Table 7 summarizes the performance of decomposition and direct modeling approaches.
The decomposition-based XGBoost–XGBoost model consistently outperforms both direct approaches across all evaluation metrics. It achieves the lowest MSE and MAE, as well as the highest correlation, demonstrating the effectiveness of modeling claim frequency and severity separately.
The direct XGBoost model provides competitive performance, indicating that flexible machine learning methods can capture nonlinear relationships in aggregate losses. However, it does not match the accuracy of the decomposition framework, suggesting that modeling aggregate losses directly may overlook important structural information captured by the frequency–severity approach.
The Tweedie model, despite its theoretical foundation as a compound Poisson–Gamma model, exhibits weaker performance across all metrics. This indicates that, although the data exhibit a compound structure, modeling aggregate losses within a single unified framework may be less effective than decomposing the problem into separate components.
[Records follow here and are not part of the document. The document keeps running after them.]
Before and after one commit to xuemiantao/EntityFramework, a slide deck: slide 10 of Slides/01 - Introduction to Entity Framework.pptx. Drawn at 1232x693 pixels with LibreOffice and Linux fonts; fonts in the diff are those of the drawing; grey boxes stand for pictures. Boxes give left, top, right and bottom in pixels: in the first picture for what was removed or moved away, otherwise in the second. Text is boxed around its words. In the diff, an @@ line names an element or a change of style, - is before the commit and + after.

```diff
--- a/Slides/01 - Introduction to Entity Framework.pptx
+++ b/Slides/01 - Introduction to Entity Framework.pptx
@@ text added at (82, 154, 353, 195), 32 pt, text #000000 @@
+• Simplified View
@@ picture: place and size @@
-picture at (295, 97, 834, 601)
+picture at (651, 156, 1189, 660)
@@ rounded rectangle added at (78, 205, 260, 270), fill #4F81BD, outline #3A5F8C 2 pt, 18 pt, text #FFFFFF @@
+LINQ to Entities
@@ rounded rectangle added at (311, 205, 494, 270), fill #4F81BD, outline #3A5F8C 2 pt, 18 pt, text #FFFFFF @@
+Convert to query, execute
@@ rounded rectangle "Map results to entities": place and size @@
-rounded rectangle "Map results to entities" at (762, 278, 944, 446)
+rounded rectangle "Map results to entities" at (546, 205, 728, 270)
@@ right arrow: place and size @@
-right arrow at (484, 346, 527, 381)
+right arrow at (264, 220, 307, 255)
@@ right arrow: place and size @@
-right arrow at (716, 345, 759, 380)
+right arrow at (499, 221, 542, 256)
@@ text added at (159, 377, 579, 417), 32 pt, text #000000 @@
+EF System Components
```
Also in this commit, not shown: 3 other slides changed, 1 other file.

The estimated Tweedie parameter () confirms that the data follow a compound Poisson–Gamma structure. However, the inferior predictive performance of the Tweedie model suggests that imposing a single functional relationship between covariates and aggregate loss may be overly restrictive. In contrast, the decomposition framework allows for distinct covariate effects on frequency and severity, resulting in greater modeling flexibility and improved predictive accuracy.
Overall, these results highlight the importance of structural decomposition in actuarial modeling. While machine learning enhances predictive performance within individual components, explicitly separating frequency and severity yields superior results. These findings provide empirical support for the continued use of the frequency–severity decomposition framework in modern insurance pricing.